§ Task statement
From the data below, copy out every line in which the word "this" occurs.

Dataset excerpts
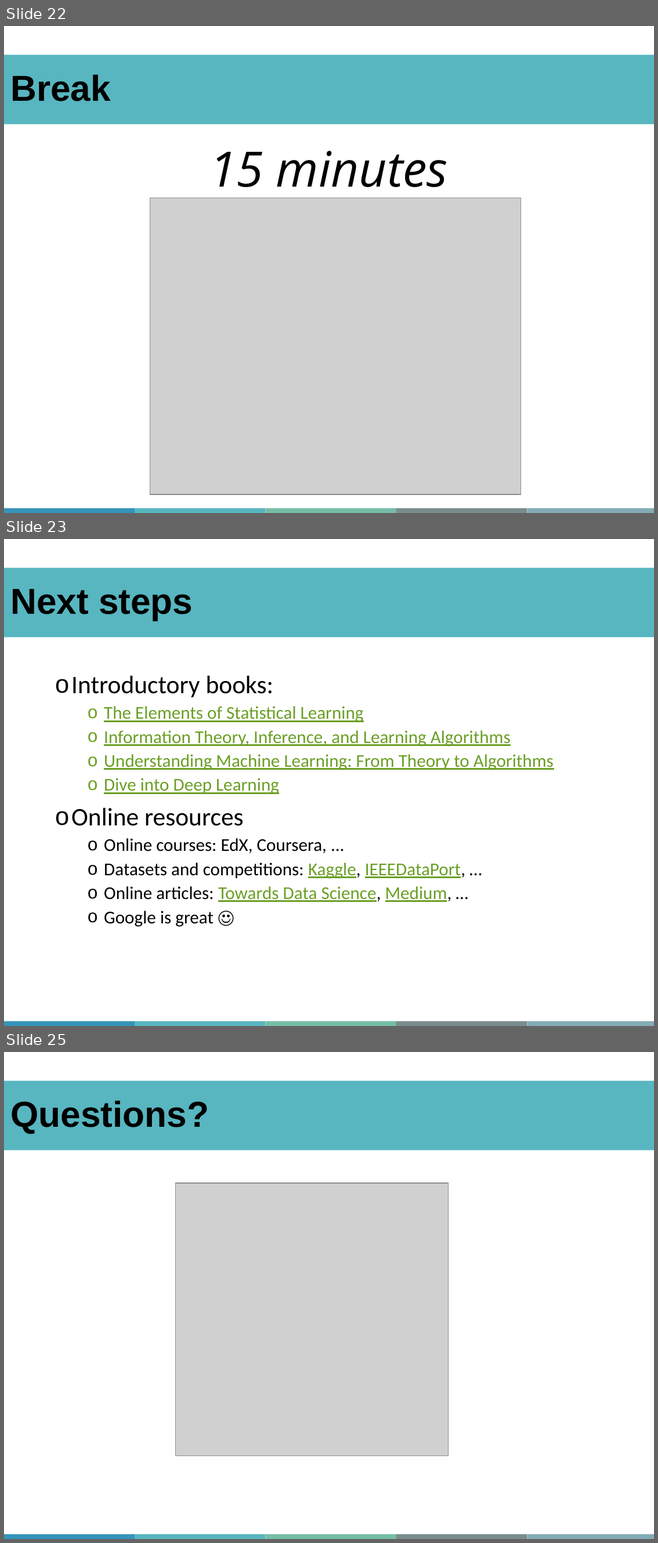
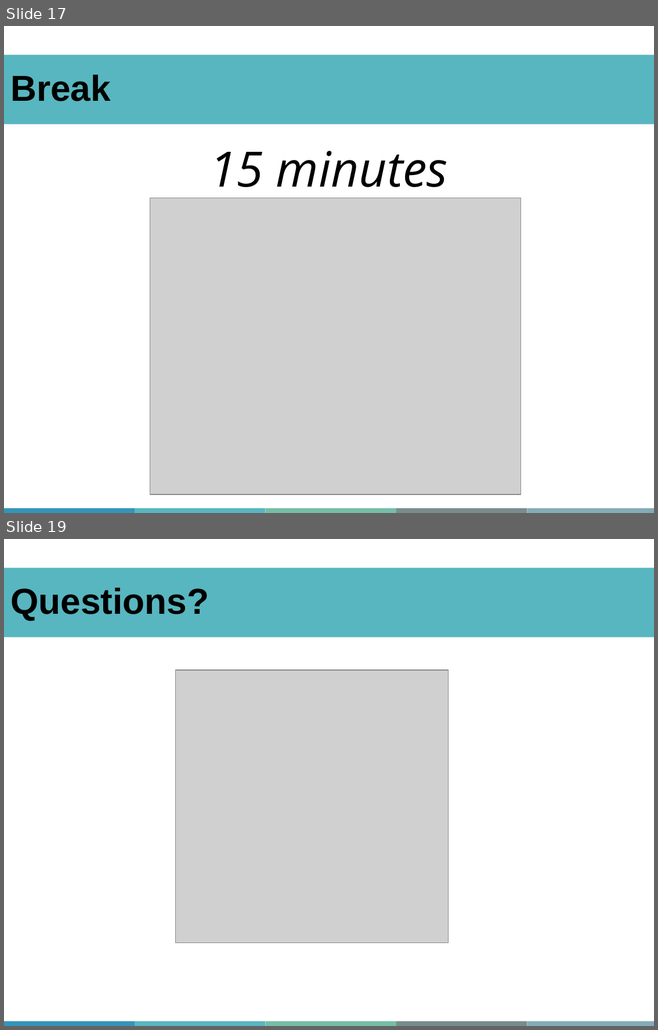
Before and after one commit to abdelrahman-ayad/MiCM-StatsPython-F21, a slide deck: MiCM_StatsPythonF21_AAyad.pptx. Shown one above the other, each under a label of ours: slides 22, 23 and 25 before the commit, slides 17 and 19 after it; the slides between them are not shown. The pictures are 658x1543 and 658x1030 pixels, drawn with LibreOffice and Linux fonts; fonts in the diff are those of the drawing; grey boxes stand for pictures; background and template pictures are left out. Boxes give left, top, right and bottom in pixels: in the first picture for what was removed or moved away, otherwise in the second. Text is boxed around its words. In the diff, an @@ line names an element or a change of style, - is before the commit and + after.

Commit message:
add time series data and update readme

```diff
--- a/MiCM_StatsPythonF21_AAyad.pptx
+++ b/MiCM_StatsPythonF21_AAyad.pptx
@@ slide 23 removed at [4,539,654,1026], background #FFFFFF; not listed: 5 template elements that a slide beside it also shows @@
@@ rectangle removed at [4,567,654,637] @@
-Next steps
@@ text removed at [71,675,553,927] @@
-o Introductory books:
-  o The Elements of Statistical Learning
-  o Information Theory, Inference, and Learning Algorithms
-  o Understanding Machine Learning: From Theory to Algorithms
-  o Dive into Deep Learning
-o Online resources
-  o Online courses: EdX, Coursera, ...
-  o Datasets and competitions: Kaggle, IEEEDataPort, …
-  o Online articles: Towards Data Science, Medium, …
-  o Google is great ☺
@@ what was slide 22 is now slide 17 @@
@@ what was slide 25 is now slide 19 @@
```
Also in this commit, not shown: 4 slides changed, 1 slide added, 6 other slides removed, 1 other file.
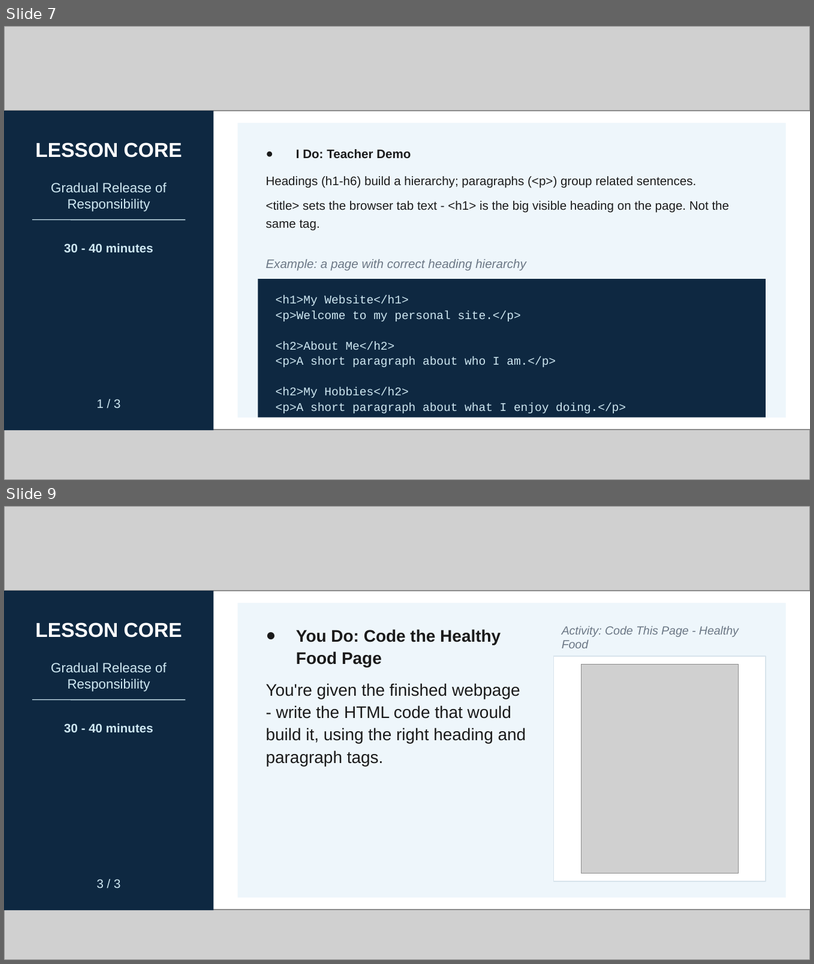
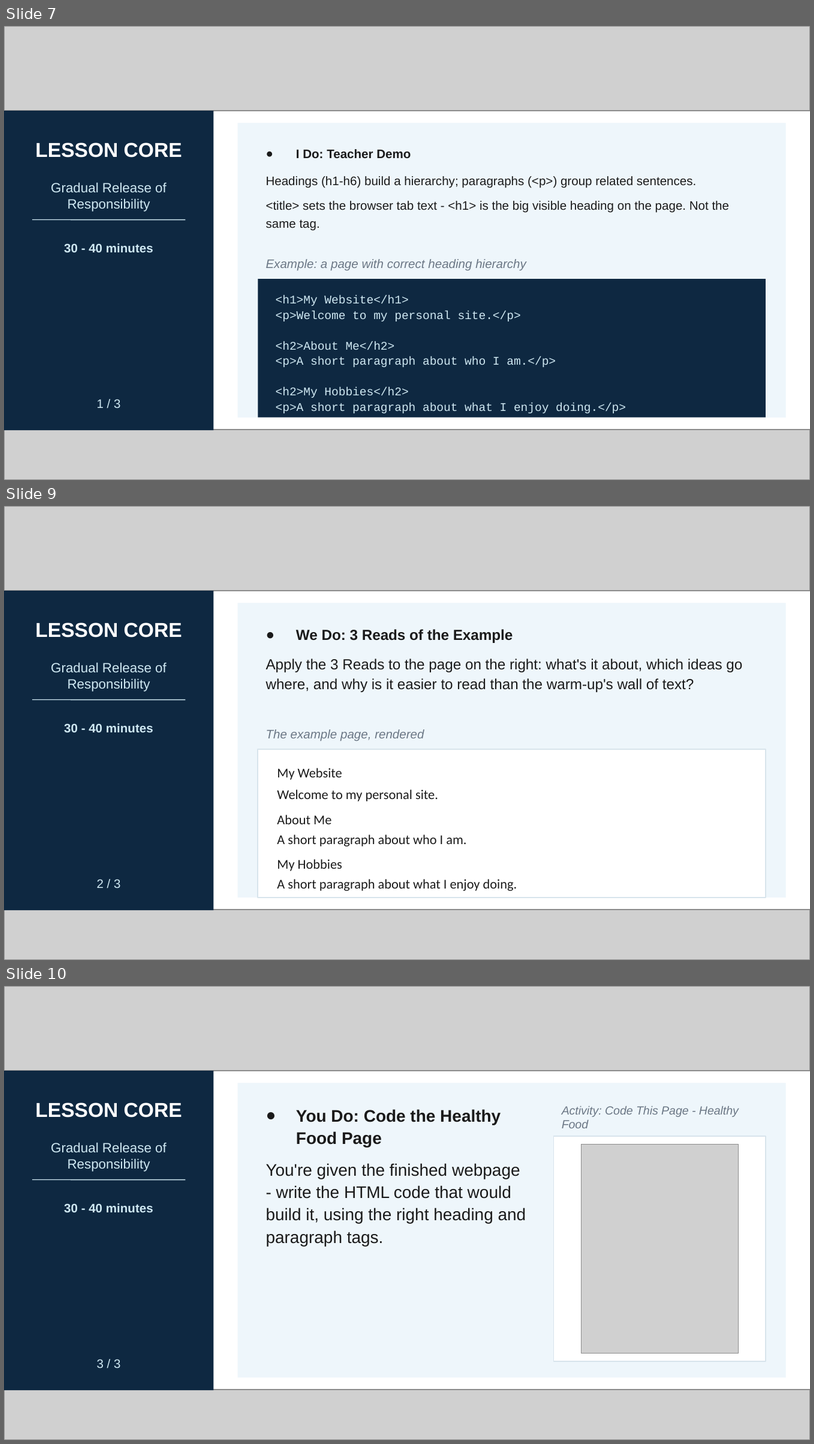
Before and after one commit to Arwa-Abboud/design1-term1-html-unit, a slide deck: resources/week-03/W3L1 - Headings & Paragraphs - Structuring Text.pptx. Shown one above the other, each under a label of ours: slides 7 and 9 before the commit, slides 7, 9 and 10 after it; the slides between them are not shown. The pictures are 814x964 and 814x1444 pixels, drawn with LibreOffice and Linux fonts; fonts in the diff are those of the drawing; grey boxes stand for pictures. Boxes give left, top, right and bottom in pixels: in the first picture for what was removed or moved away, otherwise in the second. Text is boxed around its words. In the diff, an @@ line names an element or a change of style, - is before the commit and + after.

```diff
--- a/resources/week-03/W3L1 - Headings & Paragraphs - Structuring Text.pptx
+++ b/resources/week-03/W3L1 - Headings & Paragraphs - Structuring Text.pptx
@@ slide 9 added at [4,506,810,960], background #FFFFFF @@
@@ picture added at [4,506,810,591] @@
@@ rectangle added at [4,591,213,910], fill #0E2841 @@
@@ rectangle added at [238,603,786,897], fill #EEF6FB @@
@@ text added at [35,622,182,637], 18 pt, text #FFFFFF, bold @@
+LESSON CORE
@@ text added at [266,629,743,692], 13 pt, text #1A1A1A @@
+● We Do: 3 Reads of the Example
+Apply the 3 Reads to the page on the right: what's it about, which ideas go where, and why is it easier to read than the warm-up's wall of text?
@@ text added at [51,662,167,691], 12 pt, text #CFE8F2 @@
+Gradual Release of Responsibility
@@ line added from (32, 700) to (185, 700), #CFE8F2 0.75 pt @@
@@ text added at [64,723,153,733], 11 pt, text #CFE8F2, bold @@
+30 - 40 minutes
@@ text added at [266,729,424,741], 11 pt, text #6B7785, italic @@
+The example page, rendered
@@ rectangle added at [258,749,766,897], fill #FFFFFF, outline #D8E4EC 1 pt @@
@@ text added at [277,768,518,891], 12 pt, text #1A1A1A @@
+My Website
+Welcome to my personal site.
+About Me
+A short paragraph about who I am.
+My Hobbies
+A short paragraph about what I enjoy doing.
@@ text added at [97,879,120,888], 11 pt, text #CFE8F2 @@
+2 / 3
@@ picture added at [4,909,810,959] @@
@@ what was slide 9 is now slide 10 @@
```
Also in this commit, not shown: 1 slide changed, 2 other files.

§ The completed task
Also in this commit, not shown: 4 slides changed, 1 slide added, 6 other slides removed, 1 other file.
Also in this commit, not shown: 1 slide changed, 2 other files.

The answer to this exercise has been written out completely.